Impôt pour les chiens Une taxe anti-sociale?

  • Les Lausannois s’acquittent chaque année de 190 francs pour leur chien, 90 francs pour la Ville, 100 pour le Canton, un record romand.
  • La Ville affirme que l’argent perçu est affecté aux coûts directs engendrés par les chiens tandis que le Canton refuse de se prononcer.
  • La Suisse est l’un des seuls pays au monde à maintenir un tel impôt jadis justifié par... les épidémies de rage.

  • Certaines voix s’élèvent pour abolir une taxe pas si indolore. 123RF

    Certaines voix s’élèvent pour abolir une taxe pas si indolore. 123RF

«Nous portons une attention particulière à offrir des prestations en contrepartie de l’impôt que nous prélevons»

Florence Germond, municipale lausannoise

«Franchement, je ne comprends pas. C’est le type même de la taxe injuste, bête et méchante». Marielle, une retraitée sexagénaire de Chailly, ne décolère pas. Depuis qu’elle a pris connaissance, à la fin du mois de mars dernier d’un reportage diffusé au TJ de la RTS, elle ne cache pas son mécontentement. Car elle vient d’apprendre que la taxe qu’elle acquitte chaque année pour le toutou qui accompagne la fin de ses jours, est... inutile. Du moins si l’on se place dans une perspective historique.
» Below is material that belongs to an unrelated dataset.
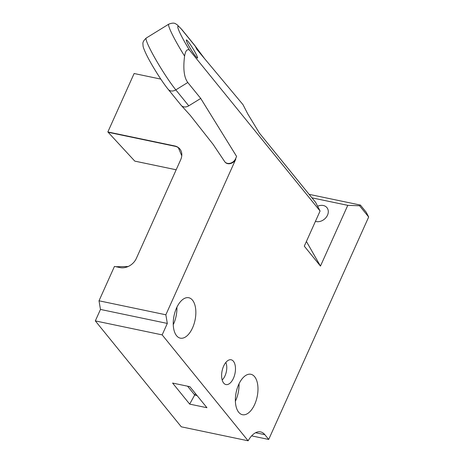 <?xml version="1.0" encoding="UTF-8"?>
<svg xmlns="http://www.w3.org/2000/svg" width="464" height="464" viewBox="0 0 464 464"><rect width="100%" height="100%" fill="white"/><g stroke="black" fill="none" stroke-linecap="round" stroke-linejoin="round"><path stroke-width="0.7" d="M196.081 54.097A10.655 1.073 -121.7 0 1 197.531 58.064A10.655 1.073 -121.7 0 1 191.023 49.555A10.655 1.073 -121.7 0 1 186.342 39.921A10.655 1.073 -121.7 0 1 190.292 44.492A10.655 1.073 -121.7 0 1 196.081 54.097M224.953 161.959A6.658 5.243 140.9 0 0 225.081 162.122A6.658 5.243 140.9 0 0 230.666 163.508A6.658 5.243 140.9 0 0 235.822 159.088L235.561 158.769A6.658 5.243 140.9 0 1 230.411 163.189A6.658 5.243 140.9 0 1 224.82 161.803A6.658 5.243 140.9 0 1 224.501 161.344L213.04 144.263L190.217 115.292L181.372 105.548A6.658 5.243 -39.1 0 0 185.675 106.929A6.658 5.243 -39.1 0 0 188.761 105.827L200.732 98.443L187.787 82.499C184.046 77.494 182.978 68.684 184.591 56.069C185.49 50.756 187.125 48.772 189.492 50.129A26.639 2.68 -121.7 0 1 178.356 29.186A26.639 2.68 -121.7 0 1 182.271 30.189A6.658 5.243 -39.1 0 0 181.801 29.47L176.923 24.546C175.589 24.174 174.998 21.837 168.821 24.122A33.298 3.347 58.3 0 0 184.591 56.069M235.561 158.769L236.611 156.443L200.732 98.443M188.761 105.827L175.815 89.877A6.658 5.243 -39.1 0 1 168.229 89.378L181.175 105.322A6.658 5.243 -39.1 0 0 181.372 105.548M311.941 197.838L347.768 205.337L320.467 266.087L304.291 246.152L320.079 211.021L315.642 202.397L259.411 133.116L247.764 113.924L242.991 104.644L196.962 49.532L195.216 46.139A6.658 5.243 -39.1 0 0 194.932 45.663A6.658 5.243 -39.1 0 0 194.747 45.42L181.801 29.47M359.559 205.767L360.406 205.076L366.247 212.274L368.677 217.001L359.559 205.767L347.768 205.337M309.099 194.341L360.406 205.076M320.467 266.087L306.402 241.448M317.625 206.26A9.326 7.337 140.9 0 1 323.153 205.477A9.326 7.337 140.9 0 1 326.952 207.652A9.326 7.337 140.9 0 1 325.925 217.668A9.326 7.337 140.9 0 1 315.427 221.374M173.246 324.69A20.648 10.724 101.8 0 0 173.629 323.872A20.648 10.724 101.8 0 0 176.9 307.238M235.376 401.244A20.648 10.724 101.8 0 0 235.758 400.42A20.648 10.724 101.8 0 0 239.03 383.786M225.829 362.459A10.991 5.707 -78.2 0 1 225.023 375.799A10.991 5.707 -78.2 0 1 222.163 379.97M223.631 366.108A12.656 6.571 101.8 0 0 225.272 384.337A12.656 6.571 101.8 0 0 234.981 373.514A12.656 6.571 101.8 0 0 230.428 359.71A12.656 6.571 101.8 0 0 223.631 366.108M254.695 404.382A20.648 10.724 -78.2 0 1 242.44 414.706A20.648 10.724 -78.2 0 1 238.647 384.61A20.648 10.724 -78.2 0 1 250.902 374.286A20.648 10.724 -78.2 0 1 254.695 404.382M192.566 327.833A20.648 10.724 -78.2 0 1 180.31 338.152A20.648 10.724 -78.2 0 1 176.517 308.055A20.648 10.724 -78.2 0 1 188.773 297.737A20.648 10.724 -78.2 0 1 192.566 327.833M197.078 395.56L194.781 395.079L187.566 386.193M189.683 404.115L206.95 407.728L189.863 386.674L172.596 383.061L189.683 404.115L195.46 393.565M95.323 320.897L100.473 309.436L99.012 300.794L165.851 314.783L167.313 323.425L162.168 334.886L95.323 320.897L181.285 426.81L248.13 440.8A23.31 12.11 -78.2 0 1 260.582 431.897A23.31 12.11 -78.2 0 1 264.822 434.664L268.702 439.449L368.677 217.001M268.702 439.449L251.633 435.87M176.175 169.778L134.775 161.112L107.857 131.95L174.696 145.945A13.323 10.486 140.9 0 1 179.887 149.008A13.323 10.486 140.9 0 1 180.687 159.732L136.317 258.46A13.323 10.486 140.9 0 1 120.025 267.583L114.457 266.417L99.012 300.794M115.901 266.725L128.116 266.533M108.112 132.269L174.957 146.264A13.323 10.486 140.9 0 1 176.703 146.792A13.323 10.486 140.9 0 1 178.333 147.668L181.766 155.782M178.333 147.668A13.323 10.486 140.9 0 1 180.015 149.17M107.857 131.95L134.119 73.515L160.799 79.1M134.775 161.112A4.994 2.593 101.8 0 0 134.92 161.153A4.994 2.593 101.8 0 0 135.076 161.176M235.822 159.088L165.851 314.783M100.473 309.436L167.313 323.425M162.168 334.886L248.13 440.8M320.079 211.021L189.492 50.129M174.696 145.945L174.957 146.264M255.594 432.732L264.822 434.664M187.787 82.499L175.815 89.877A33.298 3.347 -121.7 0 1 155.388 58.882A33.298 3.347 -121.7 0 1 146.259 38.031C141.474 42.485 143.254 44.034 142.999 45.495C143.034 46.899 144.194 49.973 146.473 54.717C151.467 64.966 162.029 81.826 168.229 89.378M182.271 30.189L195.216 46.139M194.932 45.663L204.201 58.145M225.081 162.122L224.82 161.803M134.92 161.153L176.169 169.783M168.821 24.122L146.259 38.031"/></g></svg>

Mise en place au 19ème siècle, la taxe pour chien avait en effet pour objectif de financer la capture et l’euthanasie des chiens errants lors des épidémies de rage. Depuis, avec la disparition de la maladie sur le continent, la plupart des pays d’Europe y ont totalement renoncé, sauf en Suisse où elle demeure une juteuse survivance du passé, et ce alors même que l’obligation de vacciner contre la rage a été purement et simplement supprimée.

Fonction sociale

«Si la rage a disparu, pourquoi me prélève-t-on donc chaque année 190 francs? s’insurge Marielle. Lorsqu’on est à l’AVS comme moi, c’est un montant important, d’autant que mon animal de compagnie m’est indispensable. Après un certain âge, les chiens remplissent une véritable fonction sociale».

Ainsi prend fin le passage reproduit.